►
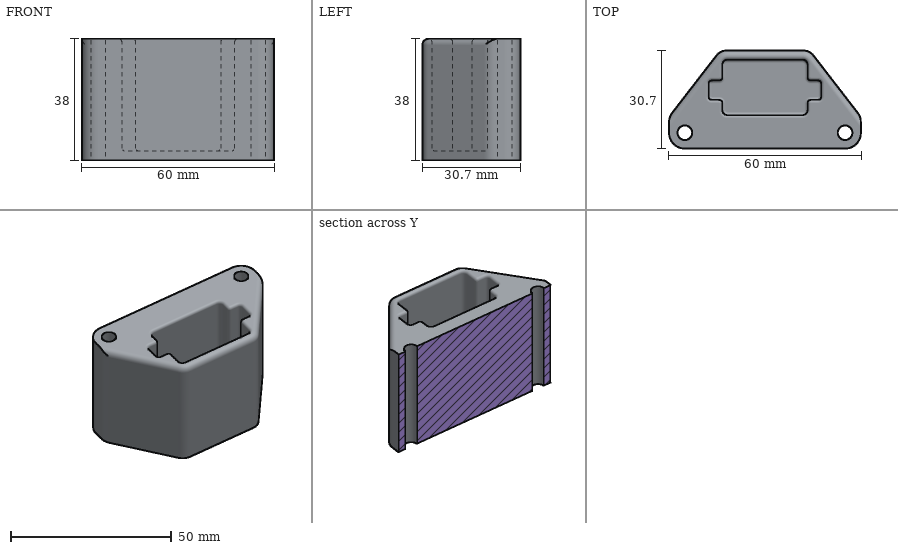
import cadquery as cq

width = 60.0
depth = 30.7
height = 38.0
back_half_width = 13.9
side_depth = 9.9
front_radius = 5.0
back_radius = 4.2
top_fillet = 2.0

hole_diameter = 4.5

rim_fillet = 0.95
floor_fillet = 0.95
floor_thickness = 3.0
cavity_width = 26.6
cavity_front = 10.5
cavity_back = depth - top_fillet - rim_fillet
cavity_corner = 1.5
slot_width = 35.2
slot_front = 15.25
slot_back = 21.3
slot_corner = 1.0

margin = 0.6


def sharp_prism():
    """Trapezoidal prism with the front face on Y = 0."""
    half = width / 2
    outline = [
        (-half, 0),
        (half, 0),
        (half, side_depth),
        (back_half_width, depth),
        (-back_half_width, depth),
        (-half, side_depth),
    ]
    return cq.Workplane("XY").polyline(outline).close().extrude(height)


def housing():
    """Prism whose top fillet runs straight out through the rounded side corners."""
    back_rounded = sharp_prism().edges("|Z and >Y").fillet(back_radius)
    sloped_and_back = cq.selectors.BoxSelector(
        (-width, side_depth + front_radius / 2, height - margin),
        (width, depth + margin, height + margin),
    )
    topped = back_rounded.faces(">Z").edges(sloped_and_back).fillet(top_fillet)
    side_rounded = sharp_prism().edges("|Z and (not >Y)").fillet(front_radius)
    return topped.intersect(side_rounded)


def block(x_size, y_front, y_back):
    """Block centred on X, reaching from the cavity floor to the top."""
    return (
        cq.Workplane("XY", origin=(0, (y_front + y_back) / 2, floor_thickness))
        .rect(x_size, y_back - y_front)
        .extrude(height - floor_thickness)
    )


def cavity():
    """Cross-shaped pocket with a flared rim and a rounded floor edge."""
    main = block(cavity_width, cavity_front, cavity_back)
    slot = block(slot_width, slot_front, slot_back)
    pocket = main.union(slot)
    pocket = pocket.edges("|Z and (<Y or >Y)").fillet(cavity_corner)
    slot_zone = cq.selectors.BoxSelector(
        (-width, slot_front - margin, 0),
        (width, slot_back + margin, height),
    )
    pocket = pocket.edges("|Z").edges(slot_zone).fillet(slot_corner)
    pocket = pocket.faces("<Z").edges().fillet(floor_fillet)

    plain = cq.Workplane("XY").box(2 * width, 2 * width, height, centered=(True, True, False))
    mold = plain.cut(pocket)
    rim_zone = cq.selectors.BoxSelector(
        (-width / 2, 0, height - margin),
        (width / 2, depth, height + margin),
    )
    mold = mold.faces(">Z").edges(rim_zone).fillet(rim_fillet)
    return plain.cut(mold)


def mounting_holes():
    hole_x = width / 2 - front_radius
    return (
        cq.Workplane("XY")
        .pushPoints([(-hole_x, front_radius), (hole_x, front_radius)])
        .circle(hole_diameter / 2)
        .extrude(height)
    )


result = housing().cut(cavity()).cut(mounting_holes())
◄
Exercise objective: List every line above containing the word "main".

Response area:
    main = block(cavity_width, cavity_front, cavity_back)
    pocket = main.union(slot)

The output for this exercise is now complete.